Mr. Bartyzel did not answer my question about whether this has happened before. Have unauthorized Israeli flags entered the site previously by people marching in? Has anyone been forced to return their flags to their vehicles and then enter without them? Has such an order been given before Israel became the global pariah it is now? If so, I missed the global outrage.

Today, the Jewish community is on high alert, frightened that antisemitism is lurking around every corner. Here in Canada, B’nai Brith reports that antisemitism has reached “perilous, record-setting heights.” The same thing is happening in the U.S., the U.K., around the world.

In the midst of this, it is easy for Jews to assume antisemitic intent. While this is often true, it is not always the case. We need to be thoughtful in each circumstance.

That said, if there is a spot where the consequences of antisemitism can be felt viscerally, it is at Auschwitz-Birkenau, where the absolute worst happened.

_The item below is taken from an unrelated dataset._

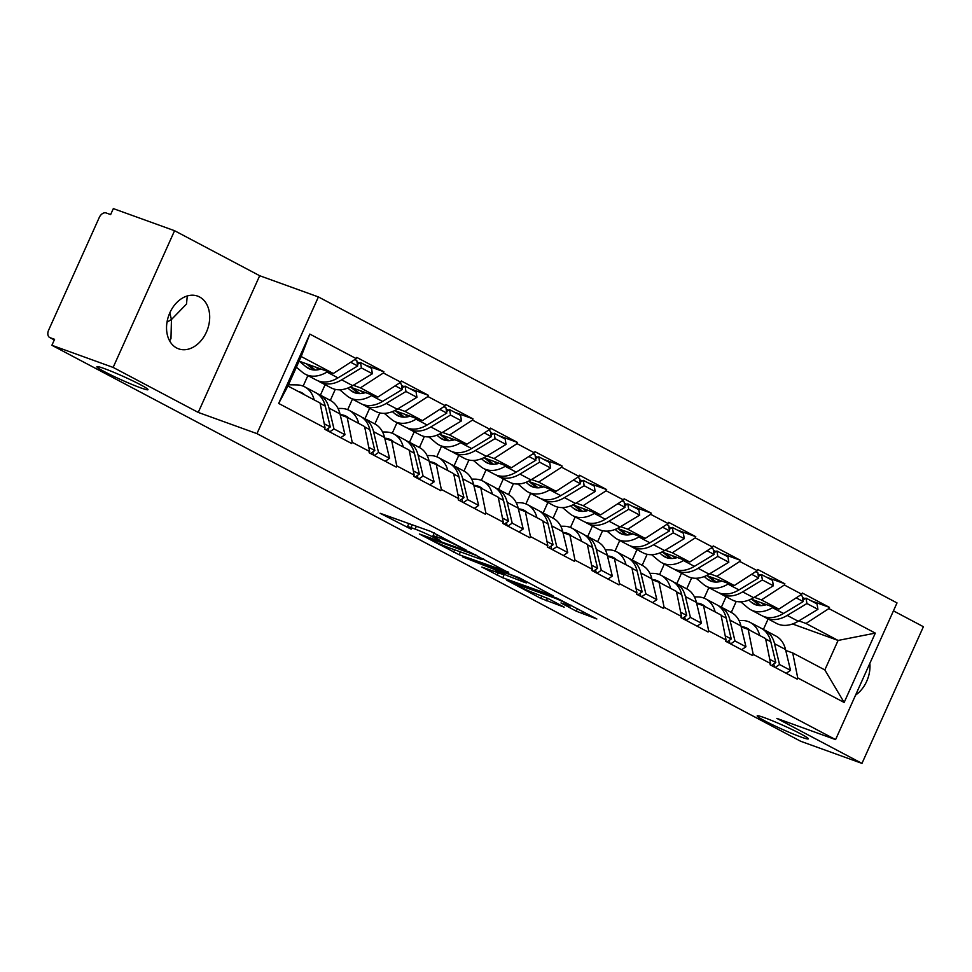 <?xml version="1.0" encoding="UTF-8"?>
<svg xmlns="http://www.w3.org/2000/svg" width="972" height="972" viewBox="0 0 972 972"><rect width="100%" height="100%" fill="white"/><g stroke="black" fill="none" stroke-linecap="round" stroke-linejoin="round"><path stroke-width="1.46" d="M764.466 717.701A28.03 1.956 -155.8 0 0 757.176 715.878A28.03 1.956 -155.8 0 0 772.716 724.857A28.03 1.956 -155.8 0 0 801.025 737.031A28.03 1.956 -155.8 0 0 808.315 738.854A28.03 1.956 -155.8 0 0 792.775 729.875A28.03 1.956 -155.8 0 0 764.466 717.701M167.014 322.157L171.449 319.521L169.784 312.923M104.174 368.534A28.03 1.956 -155.8 0 0 96.884 366.711A28.03 1.956 -155.8 0 0 112.412 375.69A28.03 1.956 -155.8 0 0 140.721 387.864A28.03 1.956 -155.8 0 0 148.011 389.687A28.03 1.956 -155.8 0 0 132.484 380.708A28.03 1.956 -155.8 0 0 104.174 368.534M466.123 550.018L430.754 531.441L380.222 513.313L411.18 529.193A13.754 0.96 -155.8 0 1 407.414 526.727A13.754 0.96 -155.8 0 1 410.986 527.614L415.105 529.108A13.754 0.96 -155.8 0 1 432.856 537.018L440.595 540.797L436.707 538.415A13.754 0.96 -155.8 0 1 432.941 535.949A13.754 0.96 -155.8 0 1 436.513 536.836L440.632 538.33A13.754 0.96 -155.8 0 1 458.383 546.24L466.123 550.018M176.661 347.988A28.03 20.582 -70.1 0 1 169.274 314.138A28.03 20.582 -70.1 0 1 197.644 296.108A28.03 20.582 -70.1 0 1 199.576 296.97A28.03 20.582 -70.1 0 1 206.963 330.82A28.03 20.582 -70.1 0 1 178.593 348.839A28.03 20.582 -70.1 0 1 176.661 347.988M576.311 611.206L596.844 618.97L557.041 598.23L506.521 580.102L540.772 598.363L564.185 607.16L548.852 598.91L535.001 593.43A11.506 0.802 -155.8 0 1 523.386 588.437A11.506 0.802 -155.8 0 1 517.007 584.755A11.506 0.802 -155.8 0 1 519.996 585.509L552.521 597.258A11.506 0.802 -155.8 0 1 564.137 602.251A11.506 0.802 -155.8 0 1 570.515 605.933A11.506 0.802 -155.8 0 1 567.527 605.179L560.978 602.944L576.311 611.206L577.49 608.581M198.239 412.42L259.682 275.72L174.571 230.716L113.141 367.416L198.239 412.42L256.96 433.634L835.58 739.607L776.859 718.393L861.97 763.397L800.721 741.284L51.893 345.291L54.578 339.313L50.107 337.697L54.311 339.921M113.141 367.416L51.893 345.291M508.538 572.581L469.853 552.12L419.333 533.993L459.136 554.733L508.708 572.216M518.999 577.647L553.25 595.909L502.731 577.781L481.845 567.053L504.116 574.853L493.557 569.118L462.441 556.835L518.999 577.647M256.96 433.634L318.403 296.934L897.01 602.919L835.58 739.607M810.83 600.66L829.444 607.379L802.313 593.029L801.766 594.232L778.839 609.104L751.113 599.092M829.444 607.379L828.897 608.581L875.31 633.112L844.146 702.464L797.733 677.921L797.198 679.112L770.067 664.763L770.602 663.572L753.191 654.363L752.644 655.553L725.513 641.204L726.06 640.013L708.637 630.804L708.09 631.994L680.959 617.645L681.506 616.455L664.083 607.245L663.548 608.436L636.405 594.086L636.952 592.896L619.529 583.686L618.994 584.877L591.863 570.528L592.398 569.337L574.974 560.115L574.44 561.318L547.309 546.969L547.844 545.778L530.42 536.556L529.886 537.759L502.755 523.41L503.289 522.207L485.866 512.997L485.332 514.2L458.201 499.851L458.735 498.648L441.312 489.438L440.778 490.641L413.647 476.292L414.181 475.089L396.758 465.88L396.224 467.07L369.093 452.733L369.627 451.53L352.204 442.321L351.67 443.511L324.539 429.174L325.073 427.972L278.672 403.429L309.837 334.089L356.238 358.632L333.311 373.503L299.097 361.147M365.302 365.059L383.916 371.778L356.785 357.429L356.238 358.632M383.916 371.778L383.369 372.981L400.792 382.19L377.853 397.062L350.139 387.05M409.856 388.618L428.47 395.337L401.327 380.988L400.792 382.19M428.47 395.337L427.923 396.54L445.346 405.749L422.407 420.621L394.693 410.609M454.41 412.177L473.012 418.896L445.881 404.559L445.346 405.749M473.012 418.896L472.477 420.098L489.9 429.308L466.961 444.18L439.235 434.168M498.964 435.735L517.566 442.467L490.435 428.117L489.9 429.308M517.566 442.467L517.031 443.657L534.454 452.867L511.515 467.739L483.789 457.727M543.518 459.294L562.12 466.025L534.989 451.676L534.454 452.867M562.12 466.025L561.585 467.216L579.008 476.426L556.069 491.31L528.343 481.286M588.072 482.865L606.674 489.584L579.543 475.235L579.008 476.426M606.674 489.584L606.139 490.775L623.562 499.985L600.623 514.868L572.897 504.845M632.626 506.424L651.228 513.143L624.097 498.794L623.562 499.985M651.228 513.143L650.693 514.334L668.116 523.543L645.177 538.427L617.451 528.404M677.18 529.983L695.782 536.702L668.651 522.353L668.116 523.543M695.782 536.702L695.247 537.893L712.67 547.102L689.731 561.986L662.005 551.975M721.734 553.542L740.336 560.261L713.205 545.912L712.67 547.102M740.336 560.261L739.801 561.452L757.224 570.673L734.285 585.545L706.559 575.533M766.288 577.101L784.89 583.82L757.759 569.471L757.224 570.673M784.89 583.82L784.355 585.01L801.766 594.232M741.186 626.867L748.161 629.382L765.584 638.592L770.602 663.572M778.839 609.104L761.416 599.894L754.284 597.318M704.117 598.169L708.855 587.623M686.73 588.874L691.687 577.854M748.161 629.382L753.191 654.363M784.355 585.01L761.416 599.894M696.632 603.308L703.607 605.823L721.03 615.033L726.06 640.013M734.285 585.545L716.862 576.335L709.73 573.759M659.563 574.61L664.301 564.064M642.176 565.315L647.133 554.295M703.607 605.823L708.637 630.804M739.801 561.452L716.862 576.335M652.078 579.749L659.052 582.264L676.476 591.474L681.506 616.455M689.731 561.986L672.308 552.776L665.176 550.201M615.009 551.051L619.747 540.505M597.622 541.756L602.579 530.736M659.052 582.264L664.083 607.245M695.247 537.893L672.308 552.776M607.524 556.178L614.498 558.706L631.922 567.915L636.952 592.896M645.177 538.427L627.754 529.218L620.622 526.642M570.455 527.492L575.193 516.946M553.068 518.197L558.025 507.165M614.498 558.706L619.529 583.686M650.693 514.334L627.754 529.218M562.97 532.62L569.944 535.147L587.367 544.356L592.398 569.337M600.623 514.868L583.2 505.647L576.068 503.071M525.901 503.933L530.639 493.387M508.526 494.639L513.471 483.606M569.944 535.147L574.974 560.115M606.139 490.775L583.2 505.647M518.416 509.061L525.39 511.588L542.813 520.798L547.844 545.778M556.069 491.31L538.646 482.088L531.526 479.512M481.347 480.375L486.097 469.816M463.972 471.08L468.917 460.048M525.39 511.588L530.42 536.556M561.585 467.216L538.646 482.088M473.874 485.502L480.836 488.029L498.259 497.239L503.289 522.207M511.515 467.739L494.092 458.529L486.972 455.953M436.793 456.816L441.543 446.257M419.418 447.521L424.363 436.489M480.836 488.029L485.866 512.997M517.031 443.657L494.092 458.529M429.32 461.943L436.294 464.458L453.705 473.68L458.735 498.648M466.961 444.18L449.538 434.97L442.418 432.394M392.251 433.257L396.989 422.699M374.864 423.95L379.821 412.93M436.294 464.458L441.312 489.438M472.477 420.098L449.538 434.97M384.766 438.384L391.74 440.899L409.163 450.121L414.181 475.089M422.407 420.621L404.996 411.411L397.864 408.835M347.697 409.686L352.435 399.14M330.31 400.391L335.267 389.371M391.74 440.899L396.758 465.88M427.923 396.54L404.996 411.411M340.212 414.825L347.186 417.34L364.609 426.55L369.627 451.53M377.853 397.062L360.442 387.852L353.31 385.277M303.143 386.127L307.881 375.581M347.186 417.34L352.204 442.321M383.369 372.981L360.442 387.852M174.571 230.716L113.323 208.603L110.638 214.581L106.167 212.965A6.573 4.435 -62.1 0 0 99.29 217.424L48.6 330.201A6.573 4.435 -62.1 0 0 49.718 337.527A6.573 4.435 -62.1 0 0 50.107 337.697M333.311 373.503L301.174 356.517L287.919 386.005L320.055 402.991L325.073 427.972M287.919 386.005L278.672 403.429M309.837 334.089L301.174 356.517M861.97 763.397L923.4 626.709L893.438 610.866M259.682 275.72L318.403 296.934M785.741 650.426L792.715 652.941L824.839 669.927L838.095 640.439L805.97 623.453L798.838 620.877M792.52 623.975L838.095 640.439L875.31 633.112M763.372 629.504L768.123 618.957M731.284 612.433L736.241 601.413M792.715 652.941L797.733 677.921M824.839 669.927L844.146 702.464M828.897 608.581L805.97 623.453M357.04 362.07L359.676 363.03M401.594 385.641L404.231 386.589M446.148 409.2L448.785 410.148M490.702 432.759L493.339 433.706M535.256 456.318L537.893 457.265M579.81 479.876L582.435 480.824M624.364 503.435L626.989 504.383M668.918 526.994L671.543 527.942M713.472 550.553L716.097 551.501M758.026 574.112L760.651 575.06M802.568 597.671L805.205 598.63M869.855 663.341A28.03 20.582 -70.1 0 1 855.591 695.077M187.28 295.962L186.49 304.078L171.449 319.521L170.975 338.608L169.614 340.832M408.033 523.24L408.799 523.641M482.829 558.657L483.643 558.949M474.652 554.842L427.401 537.443L431.495 539.934A13.754 0.96 -155.8 0 0 449.258 547.856L478.892 558.56A13.754 0.96 -155.8 0 0 482.477 559.459A13.754 0.96 -155.8 0 0 478.71 556.992L474.883 554.332M527.237 582.009L526.788 582.836A11.506 0.802 -155.8 0 0 520.409 579.154A11.506 0.802 -155.8 0 0 508.793 574.148L496.218 569.738L506.789 575.473L523.799 582.082A11.506 0.802 -155.8 0 0 526.788 582.836M288.477 384.778L296.788 384.9A35.915 24.251 117.9 0 1 302.608 385.933A35.915 24.251 117.9 0 1 304.71 386.856A35.915 24.251 117.9 0 1 314.187 399.893M298.1 391.388A29.342 19.817 117.9 0 1 299.923 391.91A29.342 19.817 117.9 0 1 301.636 392.664A29.342 19.817 117.9 0 1 304.686 394.875M306.459 363.807L313.847 369.98M308.865 364.67L315.268 370.028M315.985 367.246L318.828 369.627M299.352 361.232L306.059 366.845A29.342 19.817 -62.1 0 0 308.403 368.424A29.342 19.817 -62.1 0 0 320.954 369.044M296.375 367.209L302.45 372.3A35.915 24.251 -62.1 0 0 305.342 374.232A35.915 24.251 -62.1 0 0 326.981 372.057L327.856 371.535M326.981 372.057L337.977 377.877A35.915 24.251 117.9 0 1 316.337 380.052L305.342 374.232M337.977 377.877L357.684 365.97L350.661 362.252M354.853 359.531L356.797 360.563L357.684 365.97M325.985 429.928L330.273 426.951L324.235 423.756M304.71 386.856L315.706 392.676A35.915 24.251 117.9 0 1 325.28 406.126L330.273 426.951M357.429 364.391L360.515 362.52L371.498 368.339L372.398 373.746L352.69 385.653A35.915 24.251 -62.1 0 1 331.039 387.828L320.043 382.02A35.915 24.251 117.9 0 1 318.257 380.915M317.492 393.769A35.915 24.251 117.9 0 1 319.411 394.632L330.407 400.452A35.915 24.251 117.9 0 1 339.993 413.914L344.987 434.739L340.698 437.716M328.232 428.373L328.986 431.519M329.702 431.896L333.991 428.919L344.987 434.739M319.411 394.632A35.915 24.251 117.9 0 1 328.998 408.094L333.991 428.919M360.515 362.52L361.402 367.938L341.694 379.833A35.915 24.251 117.9 0 1 320.043 382.02M361.402 367.938L372.398 373.746M338.001 408.41L341.342 408.459A35.915 24.251 117.9 0 1 347.162 409.491A35.915 24.251 117.9 0 1 349.264 410.415A35.915 24.251 117.9 0 1 358.741 423.452M340.164 414.631A29.342 19.817 117.9 0 1 344.465 415.469A29.342 19.817 117.9 0 1 346.19 416.223A29.342 19.817 117.9 0 1 349.24 418.434M351.014 387.366L358.401 393.538M353.419 388.241L359.822 393.587M360.527 390.805L363.382 393.186M347.818 388.071L350.613 390.404A29.342 19.817 -62.1 0 0 352.958 391.983A29.342 19.817 -62.1 0 0 365.508 392.603M339.75 389.784L347.004 395.859A35.915 24.251 -62.1 0 0 349.896 397.791A35.915 24.251 -62.1 0 0 371.535 395.616L372.41 395.094M371.535 395.616L382.531 401.436A35.915 24.251 117.9 0 1 360.891 403.611L349.896 397.791M382.531 401.436L402.238 389.529L395.203 385.811M399.407 383.09L401.351 384.122L402.238 389.529M370.539 453.499L374.828 450.522L368.777 447.314M349.264 410.415L360.26 416.235A35.915 24.251 117.9 0 1 369.834 429.685L374.828 450.522M320.408 395.154L325.11 384.693M401.983 387.95L405.057 386.078L416.052 391.898L416.952 397.305L397.244 409.212A35.915 24.251 -62.1 0 1 375.593 411.387L364.597 405.579A35.915 24.251 117.9 0 1 362.799 404.474M362.046 417.328A35.915 24.251 117.9 0 1 363.965 418.191L374.961 424.011A35.915 24.251 117.9 0 1 384.548 437.473L389.541 458.298L385.252 461.275M372.786 451.931L373.54 455.078M374.256 455.455L378.545 452.478L389.541 458.298M363.965 418.191A35.915 24.251 117.9 0 1 373.552 431.653L378.545 452.478M405.057 386.078L405.956 391.497L386.248 403.392A35.915 24.251 117.9 0 1 364.597 405.579M405.956 391.497L416.952 397.305M382.555 431.969L385.896 432.018A35.915 24.251 117.9 0 1 391.704 433.05A35.915 24.251 117.9 0 1 393.818 433.974A35.915 24.251 117.9 0 1 403.283 447.011M384.718 438.19A29.342 19.817 117.9 0 1 389.019 439.028A29.342 19.817 117.9 0 1 390.744 439.781A29.342 19.817 117.9 0 1 393.794 441.993M395.568 410.925L402.955 417.11M397.973 411.8L404.376 417.158M405.081 414.364L407.924 416.745M392.372 411.63L395.154 413.963A29.342 19.817 -62.1 0 0 397.512 415.554A29.342 19.817 -62.1 0 0 410.062 416.162M384.292 413.343L391.558 419.418A35.915 24.251 -62.1 0 0 394.438 421.362A35.915 24.251 -62.1 0 0 416.089 419.175L416.964 418.653M416.089 419.175L427.085 424.995A35.915 24.251 117.9 0 1 405.433 427.17L394.438 421.362M427.085 424.995L446.792 413.088L439.757 409.37M443.961 406.648L445.905 407.681L446.792 413.088M415.093 477.058L419.382 474.081L413.331 470.873M393.818 433.974L404.814 439.794A35.915 24.251 117.9 0 1 414.388 453.256L419.382 474.081M364.962 418.713L369.664 408.252M446.525 411.508L449.611 409.637L460.607 415.457L461.493 420.864L441.798 432.771A35.915 24.251 -62.1 0 1 420.147 434.946L409.151 429.138A35.915 24.251 117.9 0 1 407.353 428.032M406.6 440.887A35.915 24.251 117.9 0 1 408.519 441.75L419.515 447.57A35.915 24.251 117.9 0 1 429.102 461.032L434.095 481.857L429.794 484.834M417.34 475.49L418.094 478.637M418.798 479.014L423.099 476.037L434.095 481.857M408.519 441.75A35.915 24.251 117.9 0 1 418.106 455.212L423.099 476.037M449.611 409.637L450.498 415.056L430.803 426.951A35.915 24.251 117.9 0 1 409.151 429.138M450.498 415.056L461.493 420.864M427.097 455.528L430.45 455.576A35.915 24.251 117.9 0 1 436.258 456.609A35.915 24.251 117.9 0 1 438.36 457.533A35.915 24.251 117.9 0 1 447.837 470.57M429.272 461.749A29.342 19.817 117.9 0 1 433.573 462.587A29.342 19.817 117.9 0 1 435.298 463.34A29.342 19.817 117.9 0 1 438.348 465.552M440.122 434.484L447.509 440.668M442.527 435.359L448.93 440.717M449.635 437.922L452.478 440.304M436.926 435.189L439.709 437.522A29.342 19.817 -62.1 0 0 442.066 439.113A29.342 19.817 -62.1 0 0 454.617 439.721M428.846 436.902L436.112 442.977A35.915 24.251 -62.1 0 0 438.992 444.921A35.915 24.251 -62.1 0 0 460.643 442.734L461.518 442.211M460.643 442.734L471.639 448.554A35.915 24.251 117.9 0 1 449.987 450.729L438.992 444.921M471.639 448.554L491.346 436.647L484.311 432.929M488.515 430.207L490.459 431.24L491.346 436.647M459.647 500.616L463.936 497.64L457.885 494.444M438.36 457.533L449.356 463.352A35.915 24.251 117.9 0 1 458.942 476.815L463.936 497.64M409.504 442.272L414.218 431.811M491.079 435.067L494.165 433.208L505.161 439.016L506.048 444.423L486.352 456.33A35.915 24.251 -62.1 0 1 464.701 458.505L453.705 452.697A35.915 24.251 117.9 0 1 451.907 451.591M451.154 464.446A35.915 24.251 117.9 0 1 453.074 465.309L464.069 471.128A35.915 24.251 117.9 0 1 473.643 484.591L478.637 505.416L474.348 508.392M461.894 499.049L462.648 502.196M463.352 502.573L467.654 499.596L478.637 505.416M453.074 465.309A35.915 24.251 117.9 0 1 462.66 478.771L467.654 499.596M494.165 433.208L495.052 438.615L475.357 450.522A35.915 24.251 117.9 0 1 453.705 452.697M495.052 438.615L506.048 444.423M471.651 479.087L475.004 479.135A35.915 24.251 117.9 0 1 480.812 480.168A35.915 24.251 117.9 0 1 482.914 481.091A35.915 24.251 117.9 0 1 492.391 494.128M473.826 485.32A29.342 19.817 117.9 0 1 478.127 486.146A29.342 19.817 117.9 0 1 479.852 486.899A29.342 19.817 117.9 0 1 482.902 489.11M484.676 458.043L492.063 464.227M487.081 458.918L493.484 464.276M494.189 461.481L497.032 463.863M481.468 458.748L484.263 461.08A29.342 19.817 -62.1 0 0 486.62 462.672A29.342 19.817 -62.1 0 0 499.171 463.28M473.4 460.461L480.666 466.536A35.915 24.251 -62.1 0 0 483.546 468.48A35.915 24.251 -62.1 0 0 505.197 466.305L506.06 465.77M505.197 466.305L516.193 472.113A35.915 24.251 117.9 0 1 494.541 474.287L483.546 468.48M516.193 472.113L535.9 460.206L528.865 456.488M533.069 453.766L535.013 454.799L535.9 460.206M504.201 524.175L508.49 521.199L502.439 518.003M482.914 481.091L493.91 486.911A35.915 24.251 117.9 0 1 503.496 500.373L508.49 521.199M454.058 465.831L458.76 455.37M535.633 458.626L538.719 456.767L549.715 462.575L550.602 467.982L530.906 479.889A35.915 24.251 -62.1 0 1 509.255 482.063L498.259 476.256A35.915 24.251 117.9 0 1 496.461 475.15M495.708 488.017A35.915 24.251 117.9 0 1 497.628 488.88L508.623 494.687A35.915 24.251 117.9 0 1 518.197 508.149L523.191 528.975L518.902 531.951M506.448 522.608L507.202 525.755M507.906 526.131L512.195 523.155L523.191 528.975M497.628 488.88A35.915 24.251 117.9 0 1 507.202 502.33L512.195 523.155M538.719 456.767L539.606 462.174L519.911 474.081A35.915 24.251 117.9 0 1 498.259 476.256M539.606 462.174L550.602 467.982M516.205 502.646L519.558 502.694A35.915 24.251 117.9 0 1 525.366 503.727A35.915 24.251 117.9 0 1 527.468 504.65A35.915 24.251 117.9 0 1 536.945 517.687M518.38 508.878A29.342 19.817 117.9 0 1 522.681 509.705A29.342 19.817 117.9 0 1 524.394 510.47A29.342 19.817 117.9 0 1 527.456 512.669M529.23 481.602L536.617 487.786M531.623 482.477L538.038 487.835M538.743 485.04L541.586 487.422M526.022 482.306L528.817 484.639A29.342 19.817 -62.1 0 0 531.174 486.231A29.342 19.817 -62.1 0 0 543.725 486.838M517.955 484.02L525.22 490.095A35.915 24.251 -62.1 0 0 528.1 492.039A35.915 24.251 -62.1 0 0 549.751 489.864L550.614 489.329M549.751 489.864L560.747 495.671A35.915 24.251 117.9 0 1 539.096 497.846L528.1 492.039M560.747 495.671L580.454 483.764L573.419 480.047M577.611 477.325L579.555 478.358L580.454 483.764M548.755 547.734L553.044 544.757L546.993 541.562M527.468 504.65L538.464 510.47A35.915 24.251 117.9 0 1 548.05 523.932L553.044 544.757M498.612 489.402L503.314 478.929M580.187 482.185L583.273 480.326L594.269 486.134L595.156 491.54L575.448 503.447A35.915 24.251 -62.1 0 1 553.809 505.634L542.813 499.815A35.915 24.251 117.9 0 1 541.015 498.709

I visited the site in 1998 during the March of the Living, with family members including my mother, who survived Birkenau. It was a difficult day for her, but she drew comfort from not just her own descendants, but from seeing so many young Jews from around the world – and the sea of Israeli flags. They were a symbol of what rose from all she had lost: her parents, her little brother, her home, every single possession, her freedom, her youth, her education, her health, her life as she had known it.

Nobody should have to experience such staggering losses. Nobody.